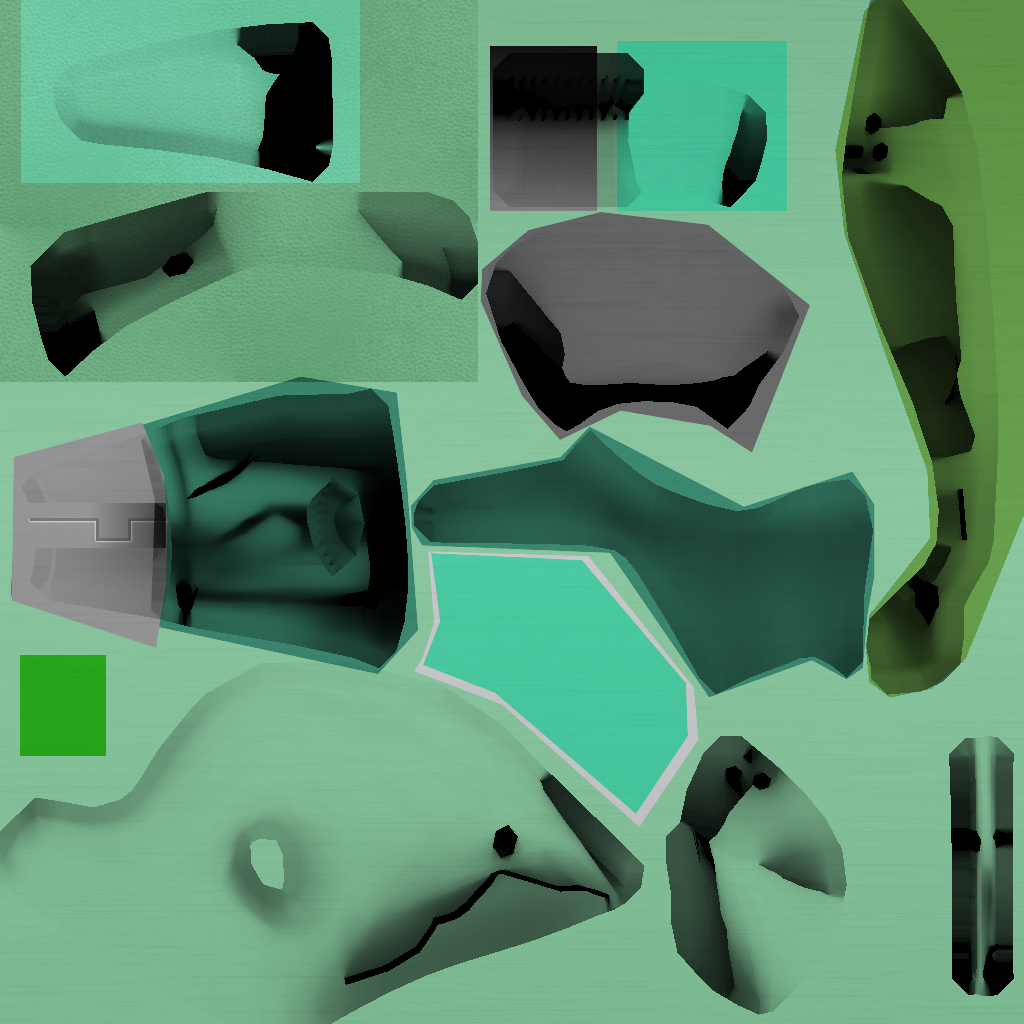
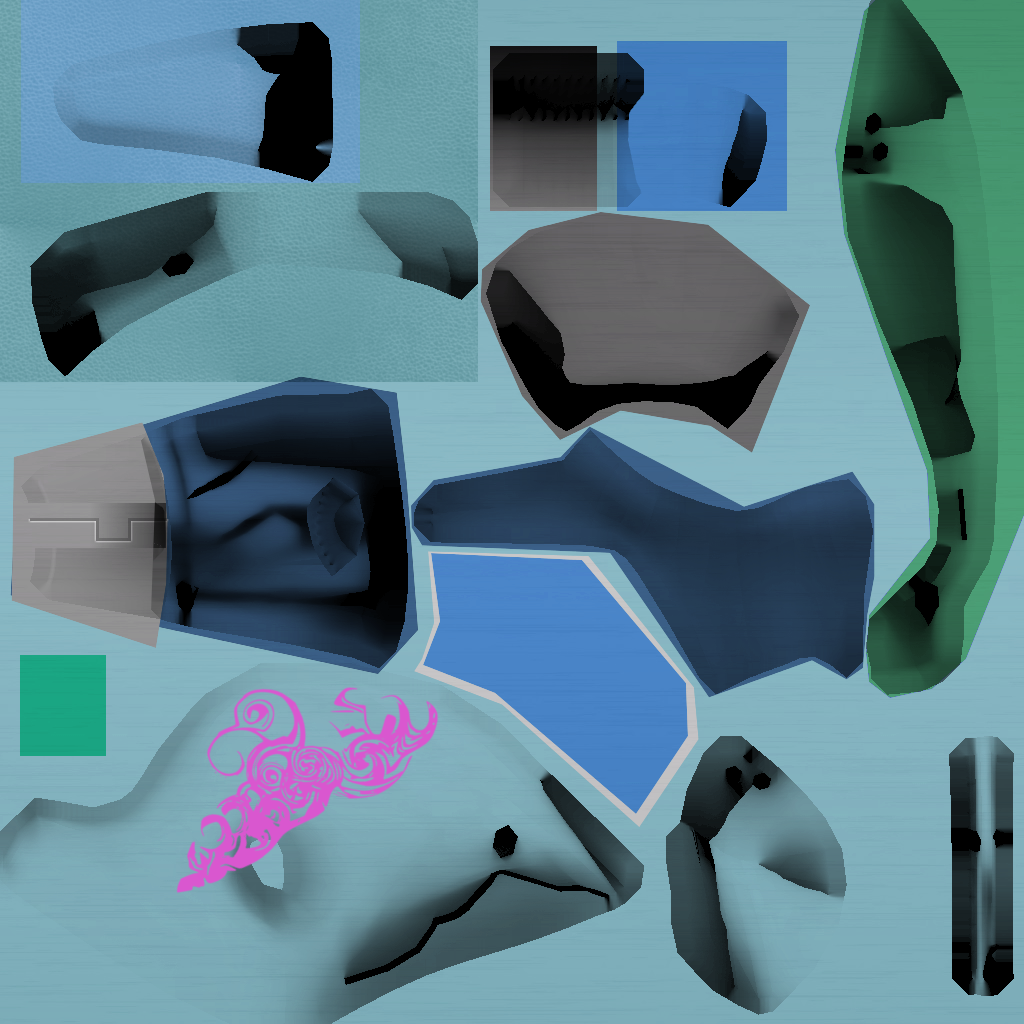
Comparing the layer stacks of the two 1024 × 1024 images. Changes:
showed "Layer #12", painted on it over [176, 686, 466, 894]
painted on "Visible" over [0, 0, 1024, 1024]
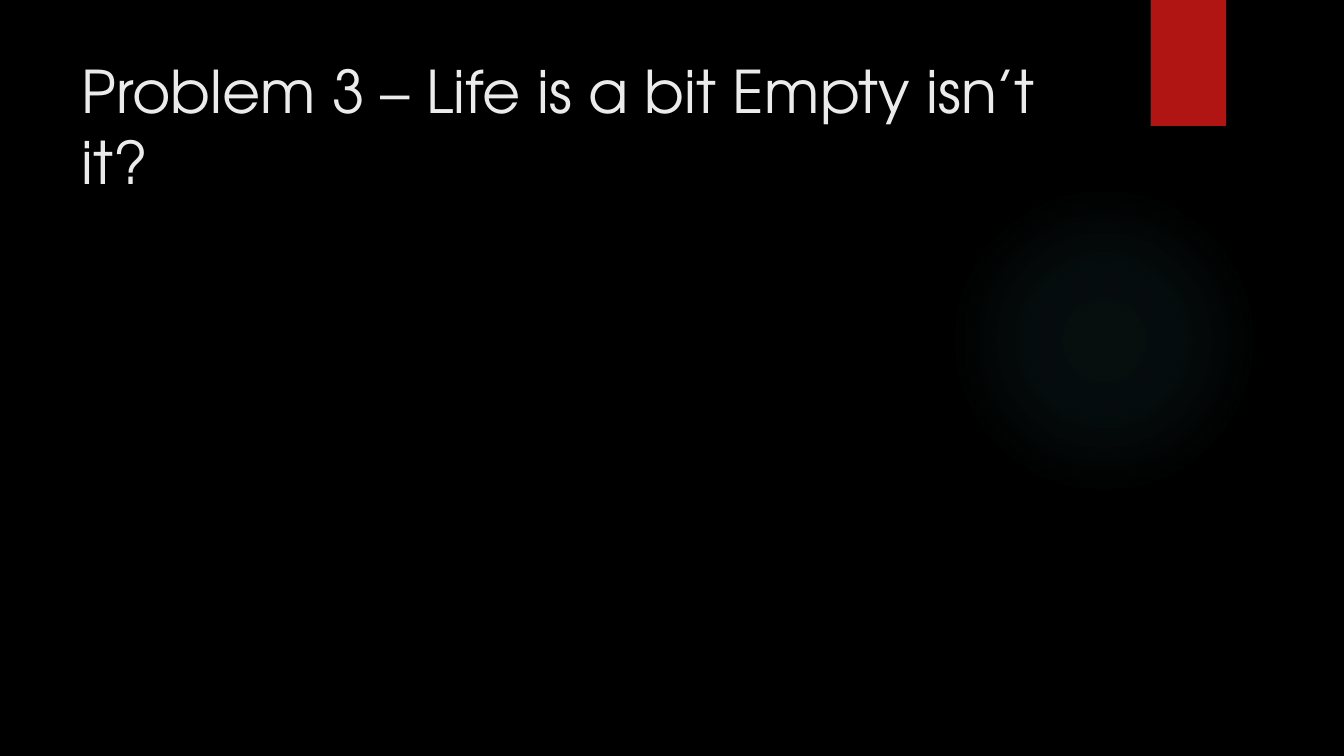
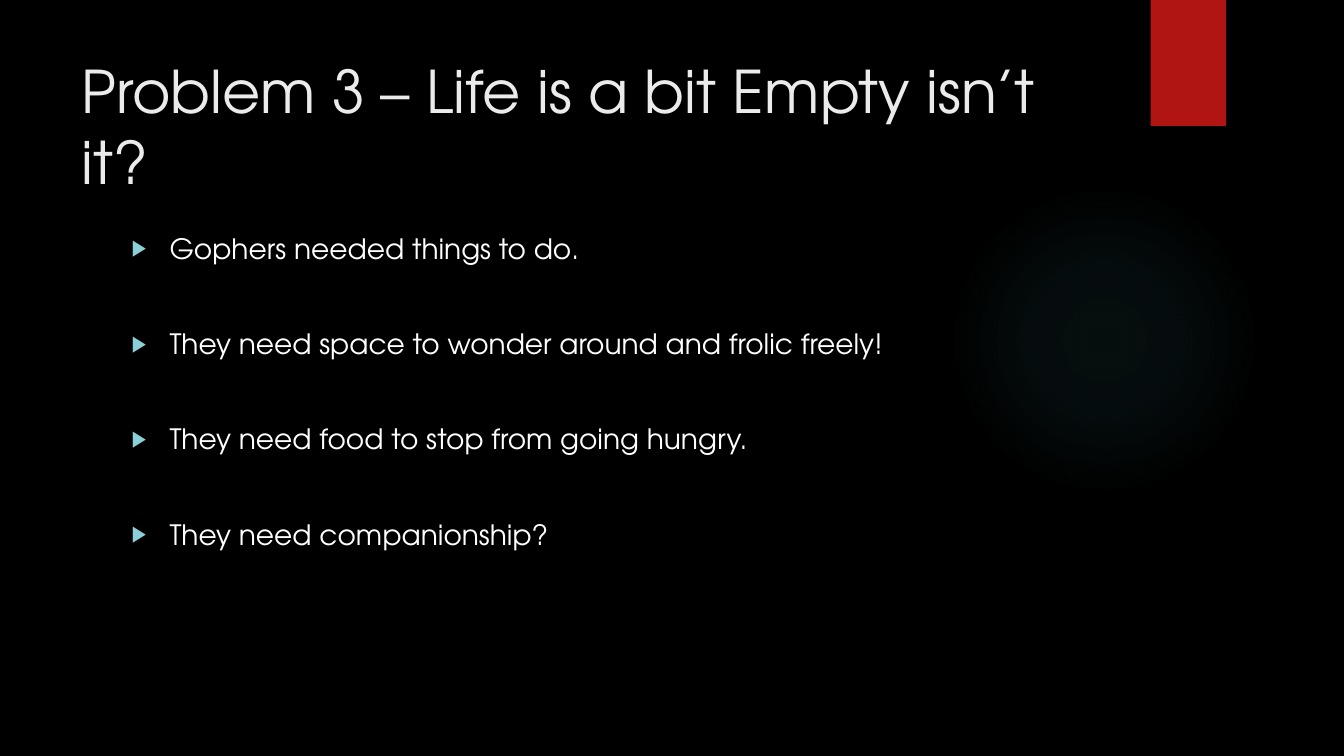
Before and after one commit to jaminologist/GopherLife, a slide deck: slide 16 of GopherLife.pptx (slide 14 before the commit). Drawn at 1344x756 pixels with LibreOffice and Linux fonts; fonts in the diff are those of the drawing; background and template pictures are left out. Boxes give left, top, right and bottom in pixels: in the first picture for what was removed or moved away, otherwise in the second. Text is boxed around its words. In the diff, an @@ line names an element or a change of style, - is before the commit and + after.

```diff
--- a/GopherLife.pptx
+++ b/GopherLife.pptx
@@ text added at <box>170,238,883,551</box>, 20 pt, text #FFFFFF @@
+▶ Gophers needed things to do.
+▶ They need space to wonder around and frolic freely!
+▶ They need food to stop from going hungry.
+▶ They need companionship?
```
Also in this commit, not shown: 4 other slides changed, 5 slides added, 1 slide removed, 2 other files.

++++

Work instruction:
Identify the lines in the entries that hold "painted" and return each one.

Answer section:
showed "Layer #12", painted on it over [176, 686, 466, 894]
painted on "Visible" over [0, 0, 1024, 1024]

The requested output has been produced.